ABOUT THIS EXERCISE:
Select all lines in the records that include "place".

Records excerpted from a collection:
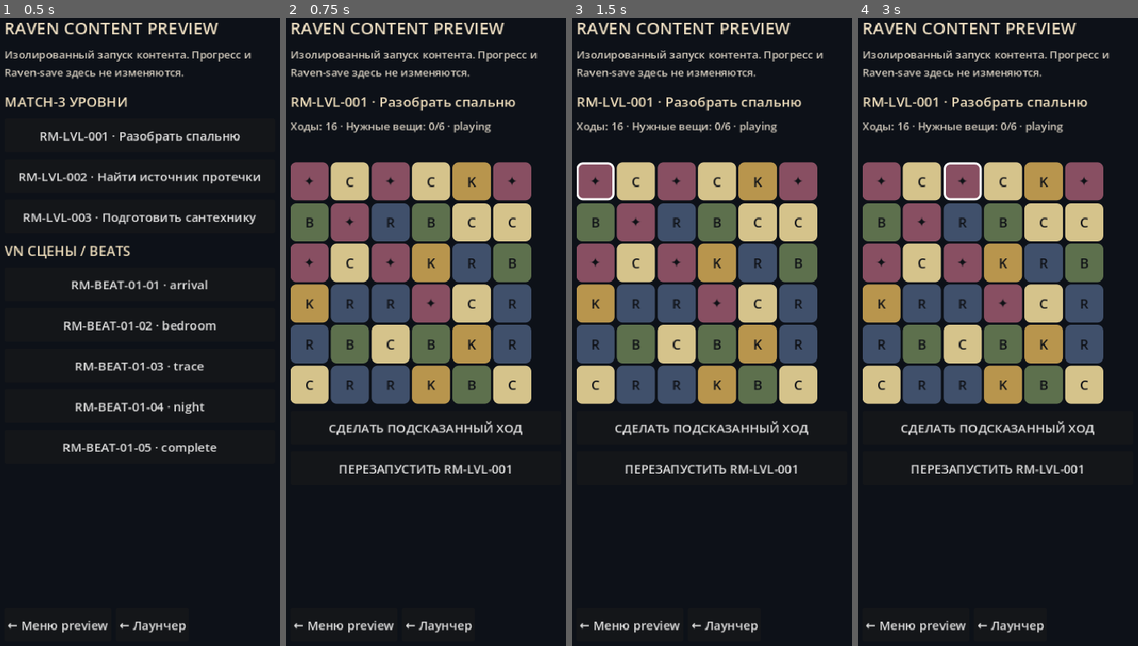
Above: before the commit, frames 1-4 (left to right).
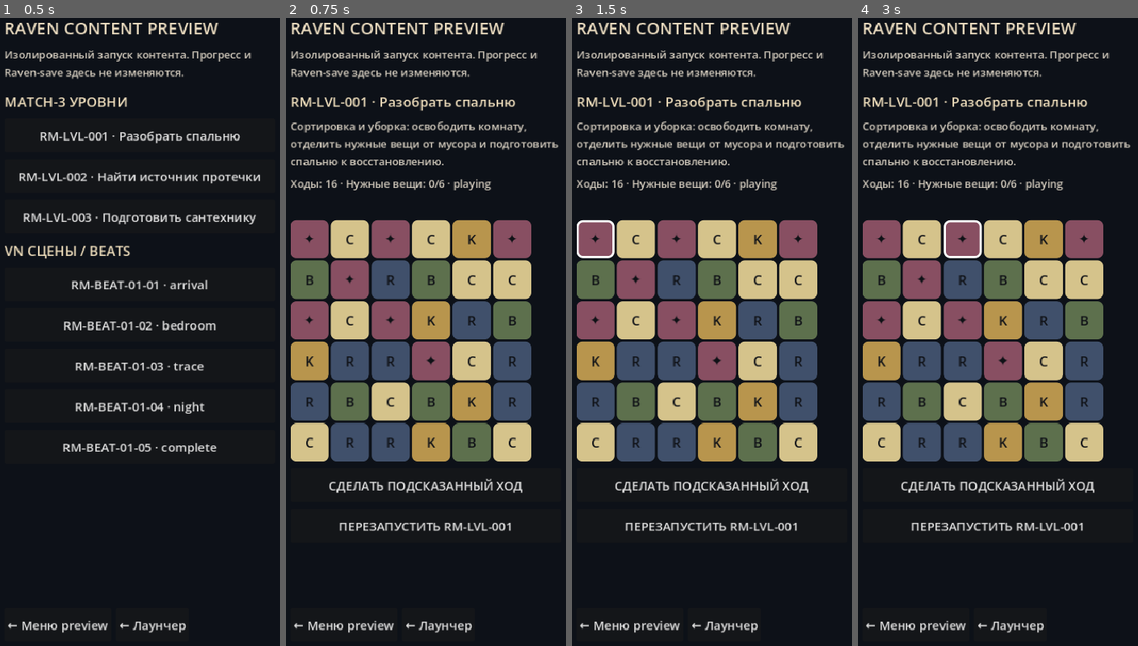
Above: after the commit, the same moments.

Repository: bezdredoff/RavenManor-Godot
Game: Godot game, scene res://scenes/raven/content_preview.tscn
Same seed, same stepped clock (60 frames per second), same inputs: the game is played once before the commit and once after it. This scene is started directly instead of the project's main scene.
Inputs:
- Up to frame 1 (0.5 s): no input
- Up to frame 2 (0.75 s): click "RM-LVL-001 · Разобрать спальню" at 0.5 s
- Up to frame 3 (1.5 s): click "✦" at 1.25 s
- Up to frame 4 (3 s): click "C" at 2 s; click "✦" at 2.75 s

Frame 1 is identical in both runs. In frame 2, 39% of the frame differs, in the area x 1-98%, y 16-82%; in frame 3, 39%; in frame 4, 39%.

Commit message:
feat(preview): show narrative work context and speakers

Diff:
--- a/scripts/raven/content_preview.gd
+++ b/scripts/raven/content_preview.gd
@@ -69,6 +69,7 @@
 	_clear()
 	var level: Dictionary = match_game.level_data
 	body.add_child(_label("%s · %s" % [level.id, level.title], 18, Color("f0dfbd")))
+	body.add_child(_paragraph(str(level.get("fiction", "Подготовить работу в комнате."))))
 	body.add_child(_paragraph("Ходы: %d · %s: %d/%d · %s" % [match_game.moves_left, level.objective.label, match_game.collected, level.objective.target, match_game.state]))
 	var grid := GridContainer.new(); grid.columns = int(level.columns); grid.add_theme_constant_override("h_separation", 3); grid.add_theme_constant_override("v_separation", 3); body.add_child(grid)
 	for index in match_game.tiles.size():
@@ -102,7 +103,7 @@
 	_clear()
 	var scene: Dictionary = vn_player.scene
 	body.add_child(_label("%s · %s" % [scene.beatId, current_id], 18, Color("f0dfbd")))
-	body.add_child(_paragraph("Говорит: " + str(scene.speaker)))
+	body.add_child(_paragraph("Говорит: " + vn_player.current_speaker()))
 	var dialogue := _paragraph(vn_player.current_line()); dialogue.custom_minimum_size.y = 170; dialogue.add_theme_color_override("font_color", Color("eee4d2")); body.add_child(dialogue)
 	body.add_child(_paragraph("Реплика " + vn_player.progress_text()))
 	_add_button(body, "ДАЛЕЕ", _advance_vn)
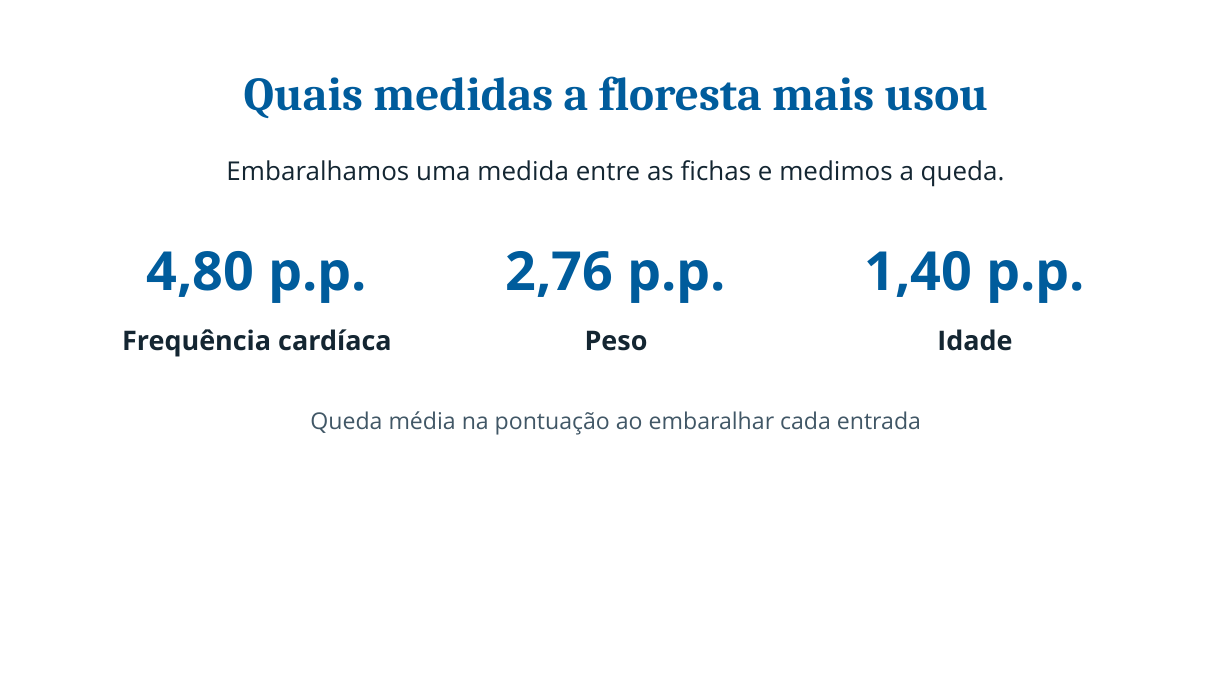
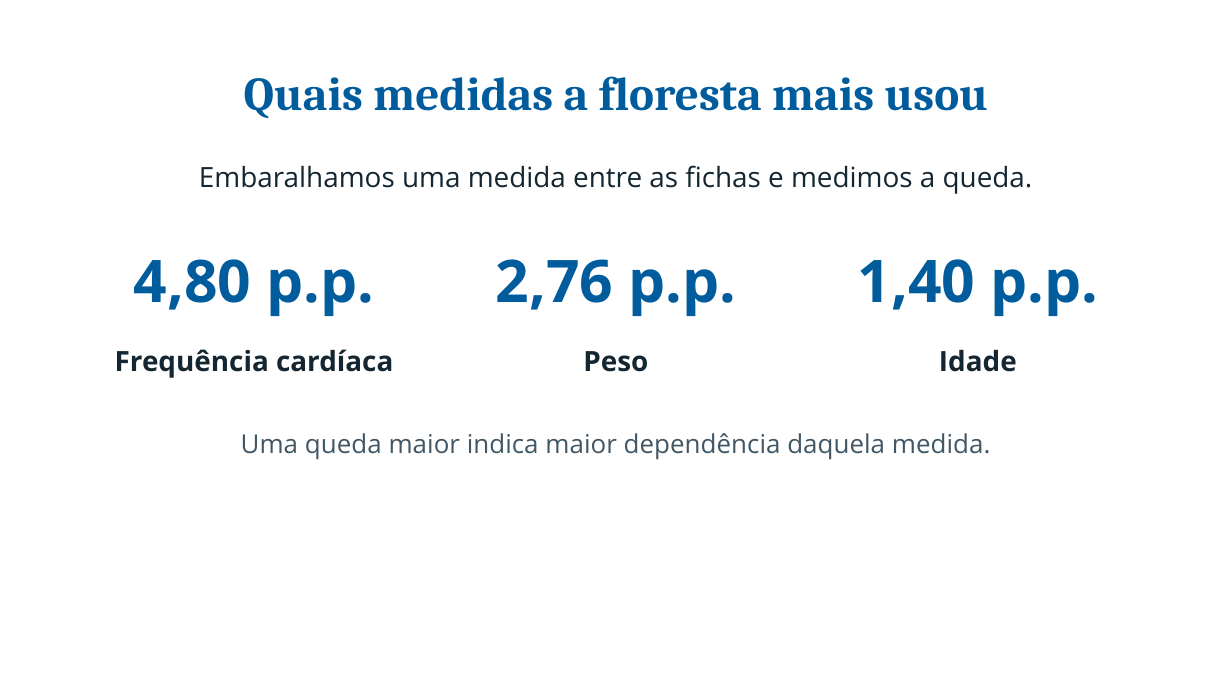
Before and after one commit to pedroafm06/Data-Mining, a slide deck: slide 13 of presentation/a2_inf/output/Apresentacao_A2_INF.pptx (slide 12 before the commit). Drawn at 1232x693 pixels with LibreOffice and Linux fonts; fonts in the diff are those of the drawing; background and template pictures are left out. Boxes give left, top, right and bottom in pixels: in the first picture for what was removed or moved away, otherwise in the second. Text is boxed around its words. In the diff, an @@ line names an element or a change of style, - is before the commit and + after.

```diff
--- a/presentation/a2_inf/output/Apresentacao_A2_INF.pptx
+++ b/presentation/a2_inf/output/Apresentacao_A2_INF.pptx
@@ text "Embaralhamos uma medida entre as ..." at box(199, 165, 1033, 194): size 20.2 to 21.8 pt @@
@@ size 42 to 45.8 pt in 3 elements at box(496, 259, 736, 316), box(858, 259, 1098, 316), box(134, 259, 375, 316) @@
@@ text "4,80 p.p.": place and size @@
-text "4,80 p.p." at box(147, 251, 367, 303)
+text "4,80 p.p." at box(134, 259, 375, 316)
@@ text "2,76 p.p.": place and size @@
-text "2,76 p.p." at box(506, 251, 726, 303)
+text "2,76 p.p." at box(496, 259, 736, 316)
@@ text "1,40 p.p.": place and size @@
-text "1,40 p.p." at box(865, 251, 1085, 303)
+text "1,40 p.p." at box(858, 259, 1098, 316)
@@ size 21 to 21.8 pt in 3 elements at box(583, 351, 648, 372), box(939, 349, 1017, 372), box(115, 349, 393, 378) @@
@@ text "Frequência cardíaca": place and size @@
-text "Frequência cardíaca" at box(122, 329, 391, 357)
+text "Frequência cardíaca" at box(115, 349, 393, 378)
@@ text "Peso": place and size @@
-text "Peso" at box(585, 330, 648, 351)
+text "Peso" at box(583, 351, 648, 372)
@@ text "Idade": place and size @@
-text "Idade" at box(937, 329, 1012, 351)
+text "Idade" at box(939, 349, 1017, 372)
@@ text at box(241, 433, 991, 460): text changed; size 18 to 20.2 pt @@
-Queda média na pontuação ao embaralhar cada entrada
+Uma queda maior indica maior dependência daquela medida.
```
Also in this commit, not shown: 6 other slides changed, 9 slides added, 9 slides removed, 25 other files.

RESPONSE FOR THIS EXERCISE:
@@ text "4,80 p.p.": place and size @@
@@ text "2,76 p.p.": place and size @@
@@ text "1,40 p.p.": place and size @@
@@ text "Frequência cardíaca": place and size @@
@@ text "Peso": place and size @@
@@ text "Idade": place and size @@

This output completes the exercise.